Uzun zamandır tartışılan ve son dönemde yeniden gündeme gelen yapının bir yöneticisi, tam da bu tartışmaların devam ettiği bir ortamda şu tweet’i atmış: “Bu vatan kanla alındı, kanla savunuluyor. Bu vatanı Türkiye düşmanları ile işbirliği yapanlara sandıkta teslim etmeyiz… Etmeyeceğiz! Vatan sağ olsun…”
Tepkiler üzerine, mesajın sahibi bu paylaşımını silip yerine şunları yazmış: “Bu vatan kanla alındı, kanla savunuluyor. Yüce Türk milleti Türkiye düşmanları ile işbirliği yapanlara sandıkta oy vermeyerek cennet vatanımızı teslim etmeyecektir… Vatan sağ olsun.”
Böylece ilk mesajdaki tehdit yüklü “Gerekirse sandıktan çıkacak sonucu dahi tanımayız” vurgusundan güya geri adım atılmış.
Sonra Yönetim Kurulu eski Başkanvekilimiz İsmail Özdemir’in Düzce’den gönderdiği duvar yazısının fotosu geldi: “Bu ülke kolay kazanılmadı. Kolayda (da bitişik yazılmış) verilmez. Allah C.C. yar ve yardımcımız olsun...”

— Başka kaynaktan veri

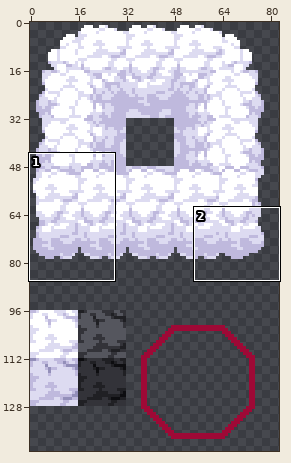
Sprite sheet, stored at maps/tilesets/sky.png. The first picture is a wide view before the edit; the outline marks the close-up.
Close-up. Before:
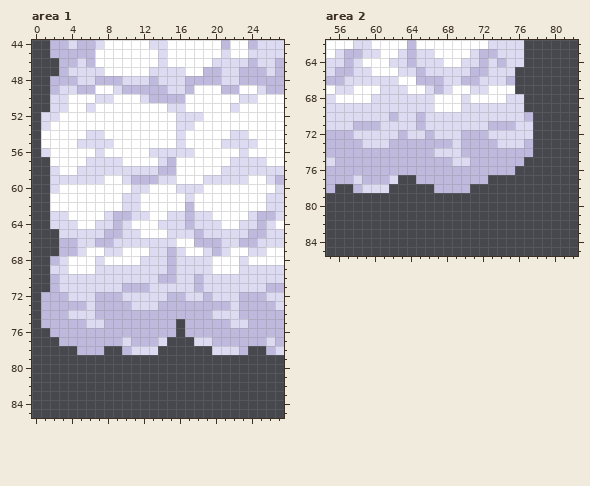
The file is 96x144 pixels. Shown: area 1: x 0..27, y 44..85; area 2: x 55..82, y 62..85. The wide view leaves out empty margins.
The same view after the edit:
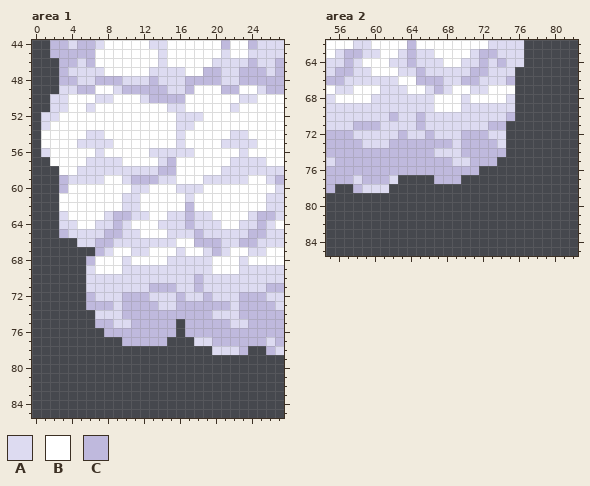
Palette (. is transparent): A #dddbf1  B #ffffff  C #bfb9dd
The edit:
Changed rows in their new state; - is an unchanged pixel.
Area 1:
first column x 2:
48 .
49 .
first column x 1:
58 -.-------------
59 -.C------------
60 -.C------------
61 -.-------------
62 -.-------------
63 -.-------------
64 -.-------------
65 --C------------
66 --..-----------
67 --....C-B-AABBB
68 -....CB--A-BBBA
69 -....ABBB-----A
70 -....--------AA
71 -....----AAACCC
72 .....CAAACCC--A
73 .....C--A-CCCAA
74 ......AAA------
75 ......C-AA-----
76 -......--------
77 --.......C---C-
78 ----...--....--
Area 2:
first column x 65:
68 -----------.-
69 -----------.-
70 ----------C..
71 ----------...
72 ----------...
73 ----------...
74 ----------...
75 ---------...-
76 -------....--
77 ..---...-----
78 --....-------
Where, in picture pixels (left, top, right, bottom), the same in both close-ups:
erased: (50, 76, 59, 94)
changed: (41, 166, 176, 355)
changed: (416, 94, 533, 193)

Demokratik kontrol ve denetim mekanizmalarının dışındaki paramiliter yapıların yoğun şekilde tartışıldığı bir ortamda, bu tür mesajlarla zihinleri bulandırmak, halkı tedirginlik ve endişeye sevk etmek için düğmeye basıldığını düşündüren işaretler bunlar...
Peki, yine böyle bir ortamda Erdoğan’ın son konuşmasındaki şu sözlere ne demeli:
“Akıl ve vicdan sahibi hiç kimsenin inkâr edemeyeceği bir gerçektir ki, dünyada her kim bu kardeşinize saldırıyorsa aslında Türkiye’ye saldırıyor demektir. Dünyada her kim AK Parti’yi ve Cumhur İttifakını kötülüyorsa aslında Türkiye’yi hedef alıyor demektir...”
Türkiye’yi kendi şahsı, partisi ve ortağıyla kurduğu siyasî ittifak ile özdeşleştiren ve bunu “Türkiye eşittir Erdoğan+AKP+Cumhur” denklemiyle dile getiren bu tekelci ve totaliter tavrın demokrasiyle, çoğulculukla ve çok seslilikle bağdaştırılabilir bir tarafı var mı?
Muhalefet ve eleştiriye tahammülü olmayan, tek adam rejimiyle tam olarak örtüşse de demokraside asla yeri olmayan böyle bir bakış tarzı kesinlikle kabul edilemez. Türkiye’nin kaderi tek bir kişiye, partisine, ortağına ve onların gerçeklerden kopmuş politikalarına bağlanamaz ve mahkûm edilemez.
Sandık bir an önce milletin önüne gelmeli ve bu zihniyet, sandığı da tehdit eden bilumum yanlışlarıyla birlikte tasfiye edilmeli.